Within this material, find every line where the string "overwrite" appears, and copy it out.

^^^^^^^^^^^^^^^^

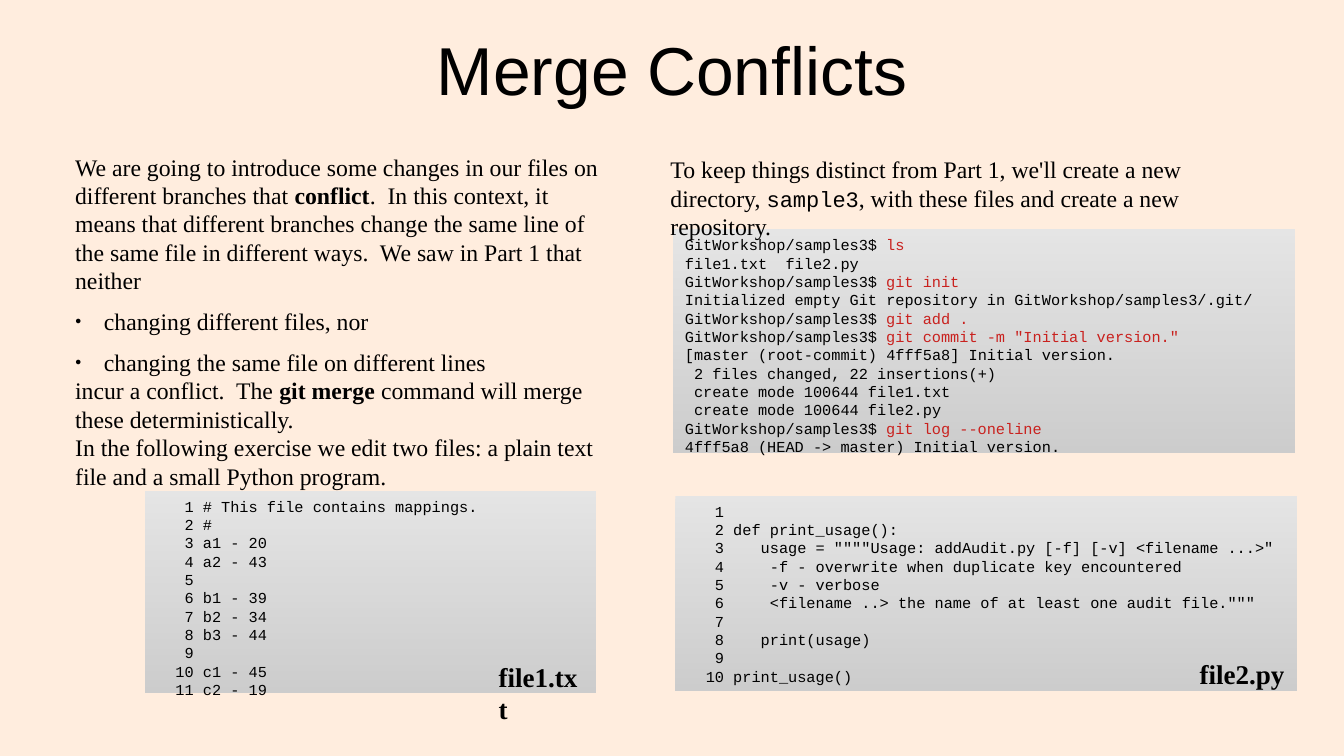
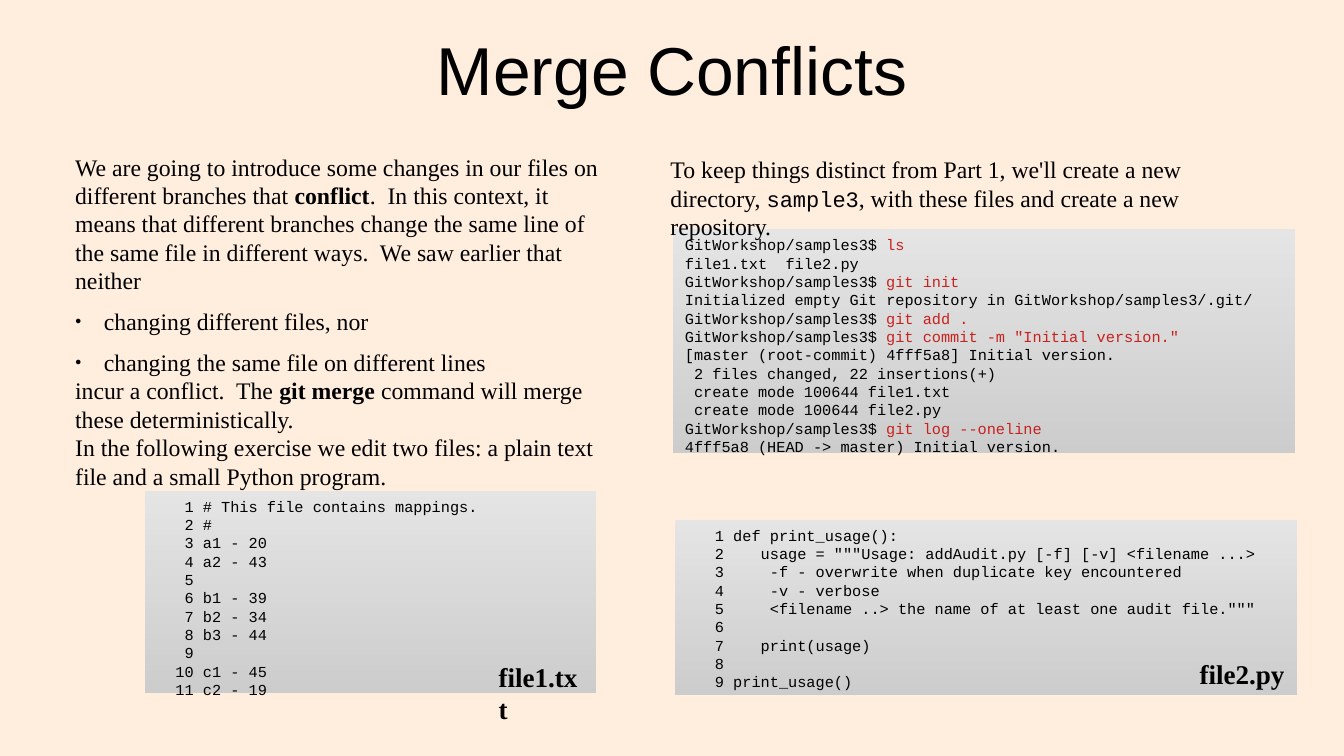
Before and after one commit to lacounty-isab/workshops, a slide deck: slide 13 of git/GitWorkshop2.odp. Drawn at 1344x756 pixels with LibreOffice and Linux fonts; fonts in the diff are those of the drawing. Boxes give left, top, right and bottom in pixels: in the first picture for what was removed or moved away, otherwise in the second. Text is boxed around its words. In the diff, an @@ line names an element or a change of style, - is before the commit and + after.

Commit message:
Completed Exercise 8 on merge-conflicts; started Remote Repositories section.
This commit starts the re-organization of content in three parts
rather than just two.  The title pages do not reflect that yet.

```diff
--- a/git/GitWorkshop2.odp
+++ b/git/GitWorkshop2.odp
@@ text at [75,159,598,290]: text changed @@
-We are going to introduce some changes in our files on different branches that conflict. In this context, it means that different branches change the same line of the same file in different ways. We saw in Part 1 that neither
+We are going to introduce some changes in our files on different branches that conflict. In this context, it means that different branches change the same line of the same file in different ways. We saw earlier that neither
@@ rectangle "1 def print_usage():": place and size @@
-rectangle "1 def print_usage():" at [676,496,1298,692]
+rectangle "1 def print_usage():" at [676,520,1298,694]
@@ text in rectangle at [715,530,1255,690]: text changed @@
-1
-2 def print_usage():
-3 usage = """"Usage: addAudit.py [-f] [-v] <filename ...>"
-4 -f - overwrite when duplicate key encountered
-5 -v - verbose
-6 <filename ..> the name of at least one audit file."""
-7
-8 print(usage)
-9
-10 print_usage()
+1 def print_usage():
+2 usage = """Usage: addAudit.py [-f] [-v] <filename ...>
+3 -f - overwrite when duplicate key encountered
+4 -v - verbose
+5 <filename ..> the name of at least one audit file."""
+6
+7 print(usage)
+8
+9 print_usage()
```
Also in this commit, not shown: 5 other slides changed, 1 slide added, 6 other files.

^^^^^^^^^^^^^^^^

### YOUR RESPONSE
-4 -f - overwrite when duplicate key encountered
+3 -f - overwrite when duplicate key encountered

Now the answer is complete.